Acocal-Juárez Erick, Márquez-Domínguez Luis, Vallejo-Ruíz Verónica, Cedillo Lilia, Santos-López Gerardo
Centro de Investigaciones en Ciencias Microbiológicas, Benemérita Universidad Autónoma de Puebla, Puebla Pue, Mexico.
Laboratorio de Biología Molecular y Virología, Centro de Investigación Biomédica de Oriente, Instituto Mexicano del Seguro Social, Puebla, Mexico.
Drug Healthc Patient Saf. 2024 Sep 14;16:105-113. doi: 10.2147/DHPS.S470868. eCollection 2024.
Influenza control demands multifaceted strategies, including antiviral drugs. Baloxavir, a recent addition to influenza treatment, acts as an inhibitor of the Polymerase acid (PA) component of the viral polymerase. However, mutations associated with resistance have been identified.
This study analyzed PA gene sequences of influenza A and B viruses (IAV and IBV, respectively) reported in the Americas, retrieved from databases published until May 2023, to identify primary markers of resistance to baloxavir.

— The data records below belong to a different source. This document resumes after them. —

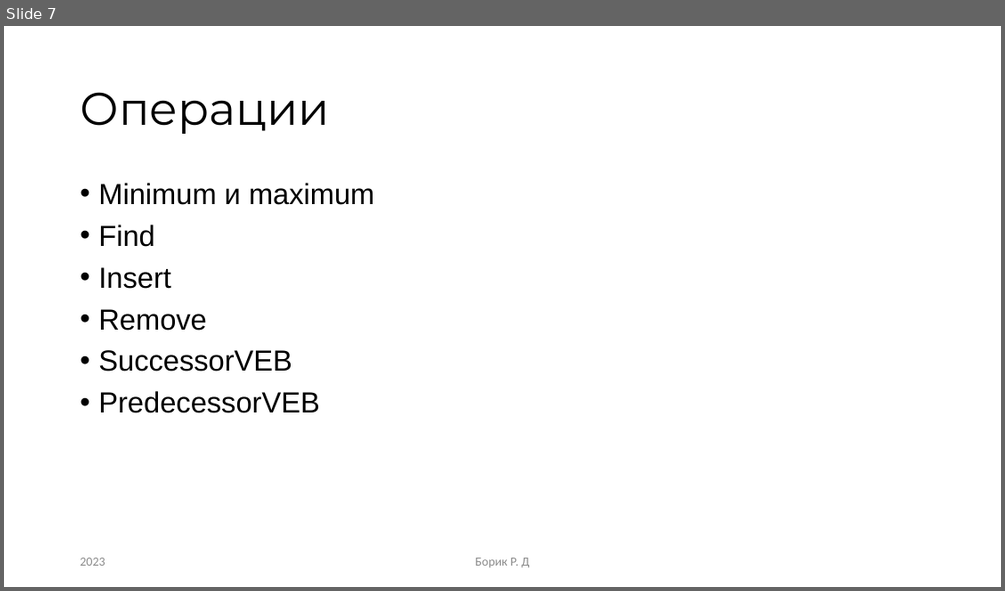
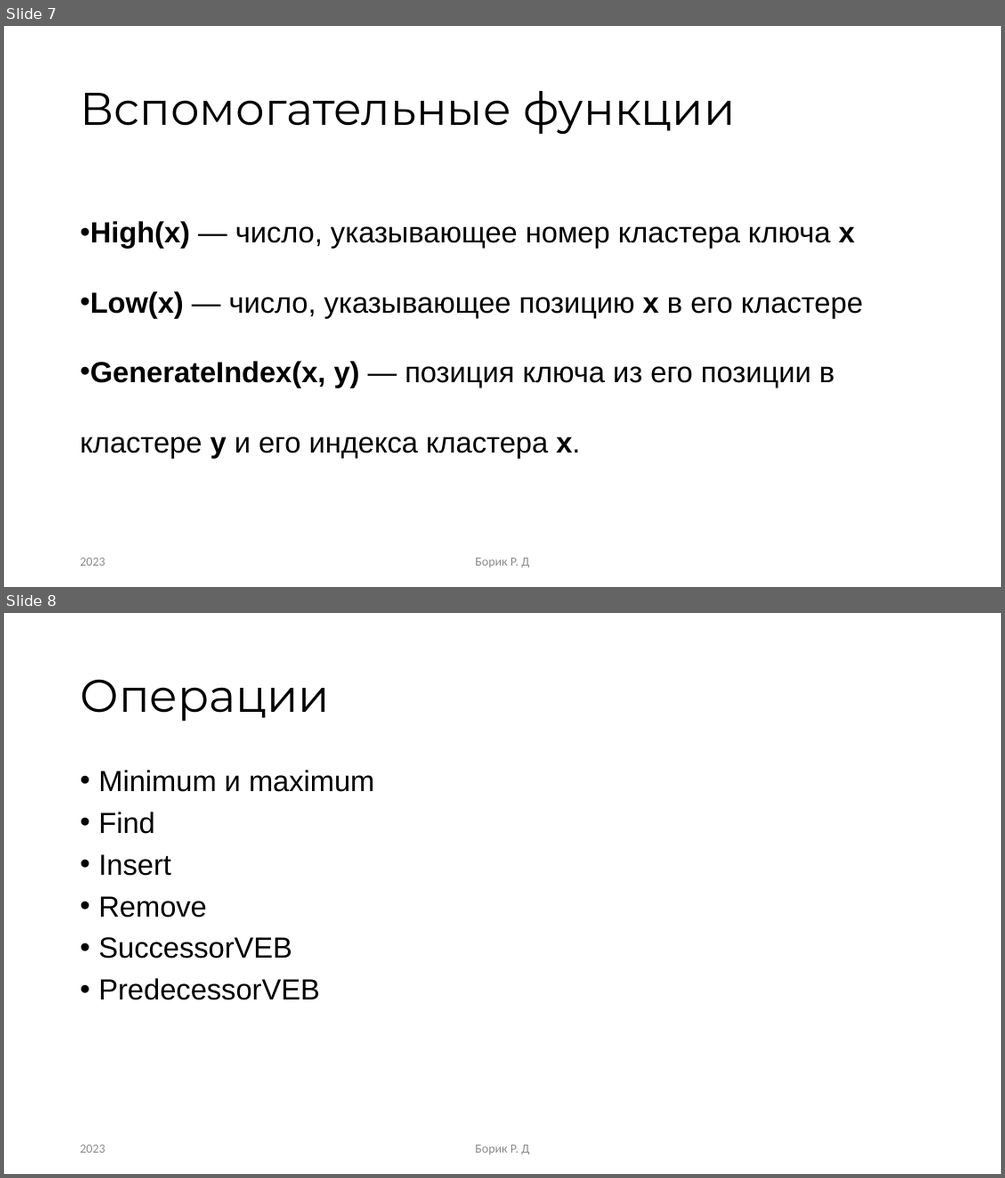
Before and after one commit to RandomServant/Van-Emde-Boas-tree, a slide deck: Presentation van Emde Boas tree.pptx. Shown one above the other, each under a label of ours: slide 7 before the commit, slides 7 and 8 after it. The pictures are 1005x591 and 1005x1178 pixels, drawn with LibreOffice and Linux fonts; fonts in the diff are those of the drawing. Boxes give left, top, right and bottom in pixels: in the first picture for what was removed or moved away, otherwise in the second. Text is boxed around its words. In the diff, an @@ line names an element or a change of style, - is before the commit and + after.

```diff
--- a/Presentation van Emde Boas tree.pptx
+++ b/Presentation van Emde Boas tree.pptx
@@ slide 7 added at (4,26,1001,587), background #FFFFFF @@
@@ title added at (80,91,735,135), 44 pt, text #000000 @@
+Вспомогательные функции
@@ text added at (80,221,863,458), 28 pt, text #000000 @@
+• High(x) — число, указывающее номер кластера ключа х
+• Low(x) — число, указывающее позицию х в его кластере
+• GenerateIndex(x, y) — позиция ключа из его позиции в кластере y и его индекса кластера x.
@@ text added at (80,557,105,565), 12 pt, text #8C8C8C @@
+2023
@@ text added at (475,557,529,567), 12 pt, text #8C8C8C @@
+Борик Р. Д
@@ what was slide 7 is now slide 8 @@
```
Also in this commit, not shown: 1 slide changed, 1 other file.

PA gene sequences were obtained from the GISAID and NCBI databases, focusing on countries in the Americas with 500 or more sequences for IAV, and 50 or more sequences for IBV.
Of the 58,816 PA sequences analyzed for IAV, only 55 (0.1%) harbored resistance markers, representing approximately 1 in 1000 occurrence. The most frequent markers were I38V (21 cases) and I38M (7 cases) at position 38 of PA, followed by E199G (9 cases) at position 199. For IBV, 14,684 sequences were analyzed, of which only eight presented a resistance marker (0.05%). Five sequences had the M34I marker, while the remaining three had the I38V marker. While frequency of resistance markers in PA is comparable to other regions, these results highlight the need for enhanced sequencing efforts, particularly in Latin America. Such efforts would serve to intensify influenza surveillance and inform public health interventions.
While baloxavir demonstrates efficacy against influenza, resistance markers have been identified, including pre-existing ones. Our study adds eight (IAV: six and IBV: two) new spontaneously occurring substitutions to the existing literature, highlighting the need for continued surveillance. Among these, I38M stands out due to its significant tenfold reduction in drug susceptibility. Therefore, vigilant monitoring of these resistance markers in IAV and IBV remains crucial for maintaining baloxavir's effectiveness and informing future public health interventions.
流感防控需要多方面策略,包括使用抗病毒药物。巴洛沙韦是近期用于流感治疗的药物,它作为病毒聚合酶的酸性聚合酶(PA)成分的抑制剂。然而,已发现与耐药性相关的突变。
本研究分析了从截至2023年5月发布的数据库中检索到的美洲地区报告的甲型和乙型流感病毒(分别为IAV和IBV)的PA基因序列,以确定对巴洛沙韦耐药的主要标志物。
PA基因序列从GISAID和NCBI数据库获取,重点关注美洲地区IAV序列数达500条或以上、IBV序列数达50条或以上的国家。
在分析的58816条IAV的PA序列中,仅有55条(0.1%)含有耐药标志物,发生率约为千分之一。最常见的标志物是PA第38位的I38V(21例)和I38M(7例),其次是第199位的E199G(9例)。对于IBV,分析了14684条序列,其中仅有8条呈现耐药标志物(0.05%)。5条序列有M34I标志物,其余3条有I38V标志物。虽然PA中耐药标志物的频率与其他地区相当,但这些结果凸显了加强测序工作的必要性,尤其是在拉丁美洲。此类工作将有助于加强流感监测并为公共卫生干预提供信息。
虽然巴洛沙韦对流感显示出疗效,但已发现耐药标志物,包括既往存在的标志物。我们的研究在现有文献基础上增加了8个(IAV:6个,IBV:2个)新的自发出现的替代突变位点,凸显了持续监测的必要性。其中,I38M因其药物敏感性显著降低十倍而格外突出。因此,对IAV和IBV中这些耐药标志物的密切监测对于维持巴洛沙韦的有效性以及为未来公共卫生干预提供信息仍然至关重要。